A model politician
The Bodleian Library has mounted an exhibition to mark the bicentenary of the birth of Benjamin Disraeli, 1st Earl of Beaconsfield, in December 2004. The exhibition is displayed in a single room off the main entrance of the library and is drawn from the Disraeli letters which passed to the National Trust from Disraeli's descendants at Hughenden, but which have been on deposit at the Bodleian in Oxford since 1978. On display are Disraeli's diaries and letters, written in his free and sloping hand, as well as letters from his principal correspondents. There are also political cartoons, early editions of his novels, pictures of his friends, as well as manuscripts from other Bodleian collections, such as those of the Labour premier, Harold Wilson. Lord Wilson admired Disraeli, even though he was an architect of the modern Tory party, and described him as 'the most fascinating and inscrutable Prime Minister Britain has ever had'.
The story of the man who was born a Jew, became an Anglican, wrote 20 books, served more than 40 years in Parliament and twice rose to the premiership retains its power to amaze. The exhibition is also attractive because it shows the sensual enjoyment Disraeli derived from writing, whether describing a dinner party or amusing an elderly friend. For example, in a letter written when he was not yet 21, he described a dinner of 'captain-voyageurs' at the publishers, John Murray. He told his father there had been much discussion of 'the savouriness of stewed lizard and rattlesnake ragouts'. Disraeli loved food, and possessed a talent for satire. They were both part of his appetite for enjoyment.

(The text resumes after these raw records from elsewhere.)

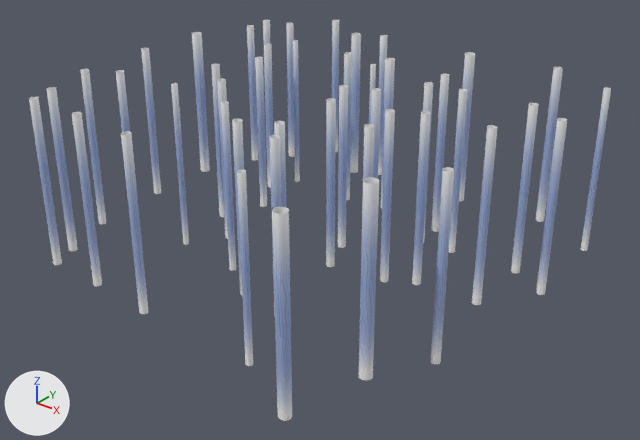
Two versions of the glTF model scenery/trees.glb, one commit apart.
Both versions are drawn from a 50 mm camera at (75.3, -90.6, 60.9) aimed at (3.7, -1.1, 5.4). Arrows for +X, +Y and +Z are at lower left; the lights stay in place. Vertices at the same position are counted once.

Names of what the first picture shows: 'trees'.
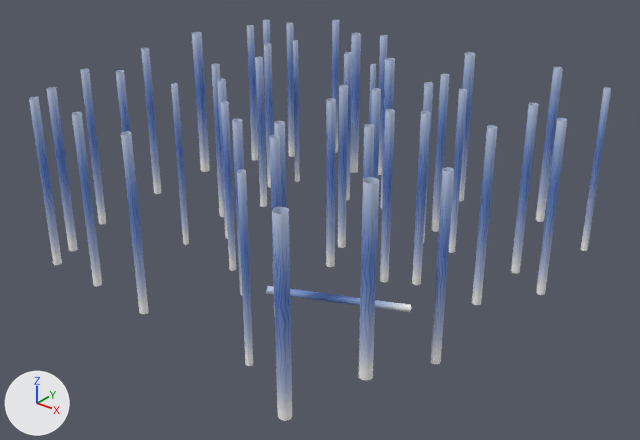
Changed parts and their boxes (x1, y1, x2, y2) in the pictures (640 x 440 px):
```json
{"object": "trees", "change": "surface changed, reshaped", "before": [29, 20, 611, 421], "after": [29, 20, 611, 421]}
{"part": 1, "of": "me_cylinder_002", "change": "added", "after": [266, 286, 411, 312], "on screen": "blue"}
{"part": 2, "of": "me_cylinder_002", "change": "surface changed", "before": [29, 20, 611, 358], "after": [29, 20, 611, 358]}
```

Edits to the scene script, one JSON object a line:
```json
{"op": "add", "block": "img_mask_game_tree_pattern_v2_1", "code": ["img_mask_game_tree_pattern_v2_1 = load_image('mask-game_tree-pattern-v2', '_unpacked/mask-game_tree-pattern-v2', 512, 512, 'sRGB')"]}
{"op": "set", "path": "mat_tree.texture", "old": "img_mask_game_tree_pattern_v2", "new": "img_mask_game_tree_pattern_v2_1"}
{"block": "me_cylinder_002", "where": "# used by ob_trees; location = (0.0, 0.0, 0.0)"}
{"op": "remove", "block": "me_cylinder_002", "code": "me_cylinder_002.from_pydata(...)  # 2944 vertices, 2944 faces; spans x -33.2..34.3, y -33.2..33.6, z -0.8..24.4"}
{"op": "add", "block": "me_cylinder_002", "code": "me_cylinder_002.from_pydata(...)  # 3008 vertices, 3008 faces; spans x -33.2..34.3, y -33.2..33.6, z -1.5..24.4"}
{"block": "me_cylinder_002", "change": "me_cylinder_002 part 1: the loose piece of 64 vertices spanning x 15.9..17.1, y -8.2..-7.0, z -0.2..24.4 is copied, and the copy is multiplied about its middle by the matrix ((-0.324, 0.415, -0.573), (0.178, -0.562, -0.508), (-0.685, -0.342, 0.139)), then moved by (-2.1, -2.9, -11.4); it spans x 7.1..21.9, y -17.1..-3.8, z -1.5..2.9"}
{"block": "me_cylinder_002", "change": "me_cylinder_002 part 2: 2484 kept faces spanning x -33.2..34.3, y -33.2..33.6, z -0.8..24.4 get new texture (UV) coordinates"}
```

Another example is a line from a letter to Mrs Brydges Williams, a rich widow who left him about /30,000 in her will. He flattered her, but she was also a real friend and was buried next to him in the churchyard at Hughenden, with his wife on the other side. He wrote to her from Downing Street, where he was enjoying his second — brief — spell as Chancellor of the Exchequer in 1858: 'My life has been passed in constant combat, but I am glad to add with respect to all important matters, of constant victory.' He was exaggerating and sending himself up at the same time.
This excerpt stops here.